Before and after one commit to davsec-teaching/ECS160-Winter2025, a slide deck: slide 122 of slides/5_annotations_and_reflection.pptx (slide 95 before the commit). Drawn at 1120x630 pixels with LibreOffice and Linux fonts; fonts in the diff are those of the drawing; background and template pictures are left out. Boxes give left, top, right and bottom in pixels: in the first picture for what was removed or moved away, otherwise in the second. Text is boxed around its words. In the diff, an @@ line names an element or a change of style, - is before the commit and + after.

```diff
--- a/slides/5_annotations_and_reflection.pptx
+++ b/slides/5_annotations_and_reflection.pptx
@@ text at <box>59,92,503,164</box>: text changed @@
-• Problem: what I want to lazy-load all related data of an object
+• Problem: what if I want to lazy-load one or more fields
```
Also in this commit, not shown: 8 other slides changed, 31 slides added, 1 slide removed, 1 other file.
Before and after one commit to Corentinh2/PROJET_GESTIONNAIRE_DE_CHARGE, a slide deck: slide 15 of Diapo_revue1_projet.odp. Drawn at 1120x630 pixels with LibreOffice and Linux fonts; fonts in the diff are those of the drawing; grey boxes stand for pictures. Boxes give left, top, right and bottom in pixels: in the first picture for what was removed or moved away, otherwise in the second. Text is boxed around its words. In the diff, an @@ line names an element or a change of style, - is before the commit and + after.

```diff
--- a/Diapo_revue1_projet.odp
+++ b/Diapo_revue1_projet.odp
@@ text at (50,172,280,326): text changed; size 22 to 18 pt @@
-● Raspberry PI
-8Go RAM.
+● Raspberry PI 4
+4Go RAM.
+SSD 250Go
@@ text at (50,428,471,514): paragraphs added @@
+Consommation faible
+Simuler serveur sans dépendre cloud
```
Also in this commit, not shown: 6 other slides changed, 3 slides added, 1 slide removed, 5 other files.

- **The task**
Each line of the entries above that has the word "want" is to be copied.

- **Answer box**
-• Problem: what I want to lazy-load all related data of an object
+• Problem: what if I want to lazy-load one or more fields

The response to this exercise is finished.